Gold, Geopolitics, and Volatility: Insights from Joe Cavatoni

In a rapidly shifting geopolitical environment, gold continues to demonstrate both its resilience and its complexity as a financial asset.

In a recent episode of the Money Metals Podcast, host Mike Maharrey spoke with Joe Cavatoni, Market Strategist for North America at the World Gold Council, to unpack gold’s behavior amid the Iran–U.S.–Israel conflict and broader macroeconomic uncertainty.

Recorded against the backdrop of a potential ceasefire and volatile global headlines, the discussion explored gold’s recent price movements, investor behavior, and the evolving role of the metal in modern portfolios.

(Interview Starts Around 6:35 Mark)

Gold’s “Unexpected” Behavior Was Actually Expected

Despite widespread confusion among investors, Cavatoni emphasized that gold has behaved largely as expected during the conflict. While many questioned why gold appeared to “tank” during a geopolitical crisis, he explained that the real anomaly occurred earlier in the year.
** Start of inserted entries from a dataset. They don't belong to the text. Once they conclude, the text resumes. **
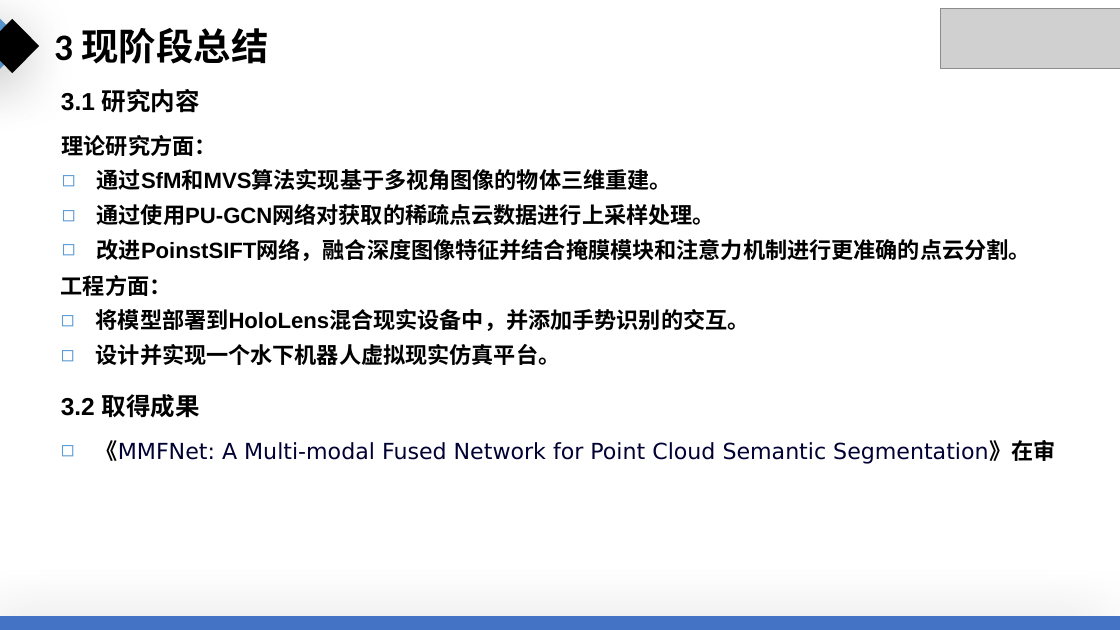
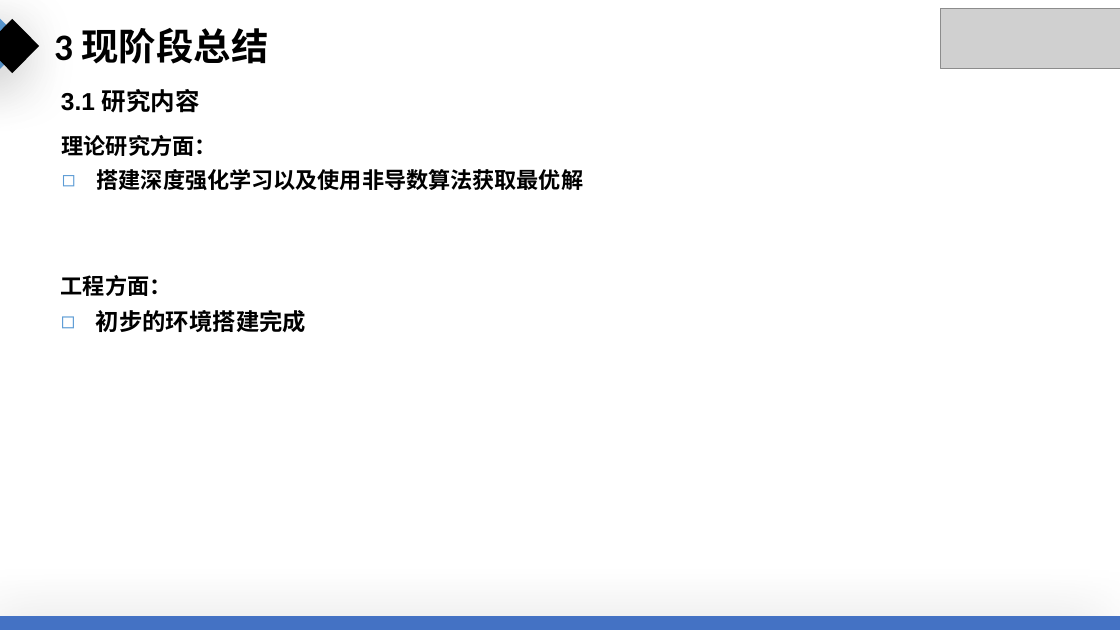
Before and after one commit to Dongboy111/bs-mid, a slide deck: slide 15 of docs/邵亚东.pptx. Drawn at 1120x630 pixels with LibreOffice and Linux fonts; fonts in the diff are those of the drawing; grey boxes stand for pictures. Boxes give left, top, right and bottom in pixels: in the first picture for what was removed or moved away, otherwise in the second. Text is boxed around its words. In the diff, an @@ line names an element or a change of style, - is before the commit and + after.

```diff
--- a/docs/邵亚东.pptx
+++ b/docs/邵亚东.pptx
@@ text at (x1=97, y1=169, x2=583, y2=190): text changed; font Arial to Noto Sans CJK SC @@
-◻ 通过SfM和MVS算法实现基于多视角图像的物体三维重建。
-◻ 通过使用PU-GCN网络对获取的稀疏点云数据进行上采样处理。
-◻ 改进PoinstSIFT网络，融合深度图像特征并结合掩膜模块和注意力机制进行更准确的点云分割。
+◻ 搭建深度强化学习以及使用非导数算法获取最优解
@@ text at (x1=96, y1=310, x2=306, y2=332): text changed; size 19 to 20 pt; font Arial to Noto Sans CJK SC @@
-◻ 将模型部署到HoloLens混合现实设备中，并添加手势识别的交互。
-◻ 设计并实现一个水下机器人虚拟现实仿真平台。
+◻ 初步的环境搭建完成
@@ text removed at (x1=61, y1=394, x2=200, y2=418) @@
-3.2 取得成果
@@ text removed at (x1=96, y1=440, x2=1055, y2=464) @@
-◻ 《MMFNet: A Multi-modal Fused Network for Point Cloud Semantic Segmentation》在审
```
Also in this commit, not shown: 7 other slides changed, 2 slides added, 2 slides removed.

Gold surged roughly 30% in January to near-record levels around $5,500, driven largely by momentum and speculative activity. This was followed by a logical correction of about 20%, setting the stage for subsequent volatility.

When the Iran conflict escalated, gold initially reacted as a classic safe-haven asset, spiking approximately 3–5% in a single day. However, as markets began assessing the broader implications, particularly the impact of oil shocks on global economies, gold retreated. Investors shifted into a “get-to-cash” mindset, selling assets, including gold, to meet liquidity needs and margin calls.

Cavatoni noted that gold’s decline to around $4,100–$4,200 reflected both earlier profit-taking and this liquidity-driven selling. As geopolitical tensions eased with ceasefire discussions, gold began climbing again, resuming its longer-term upward trajectory.